Kastamonu’da da düzenlenen eş zamanlı eylemde işçiler, düşük zam teklifine karşı tepkilerini güçlü sloganlarla ve kararlı bir dille dile getirdi. Basın açıklamasında hükümetin tutumu sert bir şekilde eleştirilirken, toplu iş sözleşmesi sürecinin başından itibaren sosyal diyalogdan uzak, şeffaf olmayan ve oyalamaya dayalı bir süreç izlendiği belirtildi. İşçiler, aylardır teklif beklediklerini ancak sunulan teklifin “emeği yok saymak” anlamına geldiğini vurguladı.
“Bu Teklif Kabul Edilemez”
Açıklamada, “Maaşlarımızla bir ayı değil bir haftayı bile çıkaramıyoruz.
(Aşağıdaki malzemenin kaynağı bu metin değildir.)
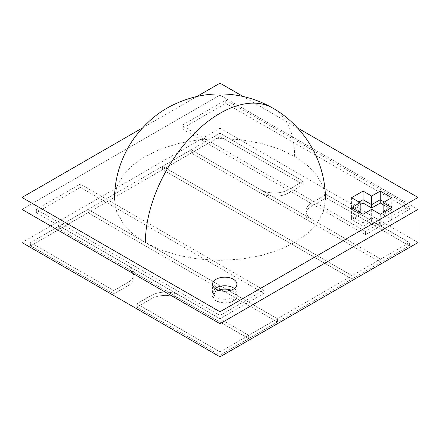 <?xml version="1.0" encoding="UTF-8"?>
<svg xmlns="http://www.w3.org/2000/svg" width="440" height="440" viewBox="0 0 440 440"><rect width="100%" height="100%" fill="white"/><g stroke="black" fill="none" stroke-linecap="round" stroke-linejoin="round"><path stroke-width="0.33" stroke-dasharray="2.2 1.65" d="M311.828 202.769L311.828 206.085L311.828 202.769L311.828 206.085L326.172 197.802L409.393 245.845L409.393 242.534L380.694 259.1L311.828 219.34A20.29 11.715 180 0 1 305.882 211.052A20.29 11.715 180 0 1 311.828 202.769L326.172 194.486L326.172 197.802L326.172 194.486L311.828 202.769A20.29 11.715 0 0 0 305.882 211.052A20.29 11.715 0 0 0 311.828 219.34L191.306 149.754L191.306 153.071L88 212.713L88 209.396L88 212.713L277.393 322.053L220 355.19L220 351.874L277.393 318.742L88 209.396L30.608 242.534L113.828 290.576L128.172 282.293L113.828 290.576L113.828 293.893L113.828 290.576L30.608 242.534L30.608 245.845L30.608 242.534L59.307 225.962L59.307 229.279L128.172 269.038A20.29 11.715 180 0 1 134.118 277.321A20.29 11.715 180 0 1 128.172 285.61L113.828 293.893L30.608 245.845L59.307 229.279L59.307 225.962L128.172 265.727A20.29 11.715 180 0 1 134.118 274.01A20.29 11.715 180 0 1 128.172 282.293A20.29 11.715 0 0 0 134.118 274.01A20.29 11.715 0 0 0 128.172 265.727L179.828 295.548A20.29 11.715 0 0 0 151.129 295.548A20.29 11.715 180 0 1 179.828 295.548L248.694 335.308L248.694 338.624L220 355.19L136.785 307.142L151.129 298.859A20.29 11.715 180 0 1 179.828 298.859L248.694 338.624L248.694 335.308L277.393 318.742L277.393 322.053L352 278.982L380.694 262.411L380.694 259.1L380.694 262.411L311.828 222.651A20.29 11.715 180 0 1 305.882 214.368A20.29 11.715 180 0 1 311.828 206.085L326.172 197.802L409.393 245.845L380.694 262.411L191.306 153.071L191.306 149.754L162.607 166.32L162.607 169.637L162.607 166.32L352 275.666L162.607 166.32L88 209.396L277.393 318.742L352 275.666L352 278.982L162.607 169.637L220 136.499L303.215 184.547L288.871 192.83A20.29 11.715 180 0 1 260.172 192.83L191.306 153.071L220 136.499L303.215 184.547L303.215 181.231L303.215 184.547L288.871 192.83L288.871 189.519L303.215 181.231L220 133.188L303.215 181.231L288.871 189.519A20.29 11.715 180 0 1 260.172 189.519A20.29 11.715 0 0 0 288.871 189.519L288.871 192.83L288.871 189.519M220 136.499L220 133.188L162.607 166.32L162.607 169.637L352 278.982L352 275.666L380.694 259.1L191.306 149.754L220 133.188L220 136.499L220 133.188M326.172 194.486L409.393 242.534L326.172 194.486L326.172 197.802M351.571 207.658L351.571 219.588L360.179 214.615L360.179 212.625L360.179 214.615L351.571 209.644L360.179 204.677L351.571 209.644L360.179 214.615L351.571 219.588L363.05 226.215L371.657 221.243L380.264 226.215L365.486 234.746L181.836 128.717L225.737 103.367L409.393 209.396L391.743 219.588L383.136 214.615L391.743 209.644L383.136 204.677L391.743 209.644L391.743 206.333L384.285 202.026M384.285 211.965L391.743 216.271L409.393 206.085L409.393 209.396M391.743 197.714L391.743 209.644L383.136 214.615L383.136 212.625L383.136 214.615L391.743 219.588L391.743 216.271M225.737 103.367L225.737 100.05L409.393 206.085M181.836 128.717L181.836 125.4L225.737 100.05M365.486 234.746L365.486 231.429L181.836 125.4M380.264 214.286L380.264 226.215L380.264 222.899L365.486 231.429M371.657 209.314L371.657 221.243L371.657 217.927L380.264 222.899M363.05 214.286L363.05 226.215L363.05 222.899L371.657 217.927M391.743 207.658L391.743 219.588L380.264 226.215L371.657 221.243L363.05 226.215L351.571 219.588L351.571 216.271L363.05 222.899M359.029 211.965L351.571 216.271M351.571 197.714L351.571 209.644L351.571 206.333L360.179 211.305M359.029 202.026L351.571 206.333M383.136 211.305L391.743 206.333M128.172 282.293L128.172 285.61L128.172 282.293L128.172 285.61L113.828 293.893L30.608 245.845L88 212.713L59.307 229.279L248.694 338.624L277.393 322.053L277.393 318.742L277.393 322.053L88 212.713L88 209.396L59.307 225.962L248.694 335.308L220 351.874L220 355.19L136.785 307.142L136.785 303.831L136.785 307.142L151.129 298.859L151.129 295.548L136.785 303.831L220 351.874L136.785 303.831L151.129 295.548L151.129 298.859L151.129 295.548M233.343 291.159A12.177 7.029 180 0 1 236.907 296.125A12.177 7.029 180 0 1 233.343 301.098L224.736 303.155L216.128 301.098L212.559 296.125L216.128 291.159A12.177 7.029 180 0 1 218.295 290.164A12.177 7.029 180 0 0 212.559 296.125A12.177 7.029 180 0 0 216.128 301.098A12.177 7.029 180 0 0 229.394 302.621A12.177 7.029 180 0 0 236.907 296.125A12.177 7.029 180 0 0 233.343 291.159A12.177 7.029 180 0 0 231.176 290.164A12.177 7.029 180 0 1 233.343 291.159M234.355 288.508A12.177 7.029 180 0 1 236.907 292.815A12.177 7.029 180 0 1 233.343 297.781L224.736 299.844L216.128 297.781L212.559 292.815L215.116 288.508M220 315.425L263.906 290.081L80.251 184.047L36.35 209.396L220 315.425L220 318.742L263.906 293.392L80.251 187.363L80.251 184.047M263.906 290.081L263.906 293.392M36.35 209.396L36.35 212.713L220 318.742M80.251 187.363L36.35 212.713M418 242.534L220 128.216L220 95.084L418 209.396L220 95.084L22 209.396L220 95.084L220 83.154M220 128.216L22 242.534M297.583 127.947L243.139 96.514M196.862 96.514L142.412 127.947M294.608 156.382L306.939 164.94L316.833 175.263L323.274 186.972L325.512 199.458L323.274 211.937L316.833 223.652L306.939 233.976L294.608 242.534L279.785 249.651L261.905 255.365L241.621 259.083L220 260.376L198.38 259.083L178.096 255.365L160.215 249.651L145.393 242.534L133.062 233.976L123.167 223.652L116.727 211.937L114.488 199.458L116.727 186.972L123.167 175.263L133.062 164.94L145.393 156.382L160.215 149.264L178.096 143.55L198.38 139.832L220 138.54L241.621 139.832L261.905 143.55L279.785 149.264L294.608 156.382A105.512 60.918 120 0 0 272.756 108.081M179.828 295.548L179.828 298.859A20.29 11.715 0 0 0 151.129 298.859M128.172 285.61A20.29 11.715 0 0 0 134.118 277.321A20.29 11.715 0 0 0 128.172 269.038L128.172 265.727M220 355.19L220 351.874M409.393 245.845L409.393 242.534M136.785 307.142L136.785 303.831M260.172 189.519L260.172 192.83A20.29 11.715 0 0 0 288.871 192.83M311.828 206.085A20.29 11.715 0 0 0 305.882 214.368A20.29 11.715 0 0 0 311.828 222.651L311.828 219.34M179.828 298.859L128.172 269.038M30.608 245.845L30.608 242.534M303.215 184.547L303.215 181.231M260.172 192.83L311.828 222.651M113.828 293.893L113.828 290.576M233.343 301.098L233.343 297.781M305.882 214.368L305.882 211.052L305.882 214.368M236.907 292.815L236.907 284.196M212.559 292.815L212.559 284.196M134.118 274.01L134.118 277.321L134.118 274.01"/><path stroke-width="0.66" d="M380.264 191.092L391.743 197.714L383.136 202.686L391.743 207.658L380.264 214.286L371.657 209.314L363.05 214.286L351.571 207.658L360.179 202.686L351.571 197.714L363.05 191.092L371.657 196.059L380.264 191.092L380.264 203.016L383.136 204.677L380.264 203.016L371.657 207.988L363.05 203.016L360.179 204.677L363.05 203.016L363.05 199.705L359.029 202.026M383.136 202.686L383.136 212.625L383.136 211.305L384.285 211.965M360.179 202.686L360.179 212.625L360.179 211.305L359.029 211.965M371.657 196.059L371.657 207.988L371.657 204.677L363.05 199.705M363.05 191.092L363.05 203.016L371.657 207.988L380.264 203.016L380.264 199.705L371.657 204.677M384.285 202.026L380.264 199.705M215.116 288.508L216.128 287.843A12.177 7.029 180 0 1 233.343 287.843A12.177 7.029 180 0 1 234.355 288.508M218.295 290.164A12.177 7.029 180 0 1 231.176 290.164A12.177 7.029 180 0 0 218.295 290.164M142.412 127.947L22 197.466L22 209.396L220 323.714L418 209.396L418 242.534L220 356.846L220 323.714L418 209.396L418 197.466L297.583 127.947M22 197.466L220 311.784L220 323.714L22 209.396L22 242.534L220 356.846M216.128 289.168A12.177 7.029 180 0 1 212.559 284.196A12.177 7.029 180 0 1 220.077 277.706A12.177 7.029 180 0 1 233.343 279.23A12.177 7.029 180 0 1 236.907 284.196A12.177 7.029 180 0 1 229.394 290.692A12.177 7.029 180 0 1 216.128 289.168M220 311.784L418 197.466M243.139 96.514L220 83.154L196.862 96.514M325.512 199.458C325.364 176.869 318.703 156.272 305.525 137.66C295.95 124.839 285.027 114.983 272.756 108.081A105.512 60.918 120 0 0 220 113.306A105.512 60.918 120 0 0 145.393 242.534M272.756 108.081C262.878 102.46 252.764 98.549 242.407 96.349C234.922 94.738 227.436 93.934 219.956 93.946C204.573 93.847 189.338 97.328 174.251 104.379C159.143 111.331 145.728 122.639 134.013 138.309C121.132 156.783 114.626 177.166 114.488 199.458"/></g></svg>

Kiralar uçmuş, faturalar el yakıyor. Çocuklarımızın okul ihtiyaçlarını bile karşılayamıyoruz. Geçim sıkıntısı kamu işçisinin en yakıcı sorunu haline geldi” denildi. İşçiler, sunulan teklifin detaylarını dahi dile getirmeye gerek duymadıklarını ifade ederek, “Ne siz o teklifi vermiş olun, ne de biz duymuş olalım” sözleriyle tepkilerini dile getirdi.
“Sadaka Değil, Hakkımızı İstiyoruz”
Yapılan açıklamada hükümete çağrı yapılarak, kamu hizmetlerinin omurgasını oluşturan işçilerin görmezden gelinmemesi gerektiği vurgulandı: “Bu mesele yalnızca kamu işçisinin meselesi değildir, tüm toplumun meselesidir. Emekçiyi oyalamak, belirsizlik içinde bekletmek sosyal barışı zedeler. Sadaka değil, hakkımızı istiyoruz!”
“Masa Susarsa Meydanlar Konuşur”
“Artık yeter!” diyen işçiler, taleplerinin karşılık bulmaması halinde greve gitmeye hazır olduklarını duyurdu. Hükümetin süreci daha fazla uzatmadan, adil ve kabul edilebilir bir teklifle işçilerin karşısına çıkması gerektiği ifade edildi. Eylem, “Direne direne kazanacağız”, “Zafer direnen emekçinin olacak” ve “Şimşek elini cebimizden çek!” sloganları eşliğinde sona erdi.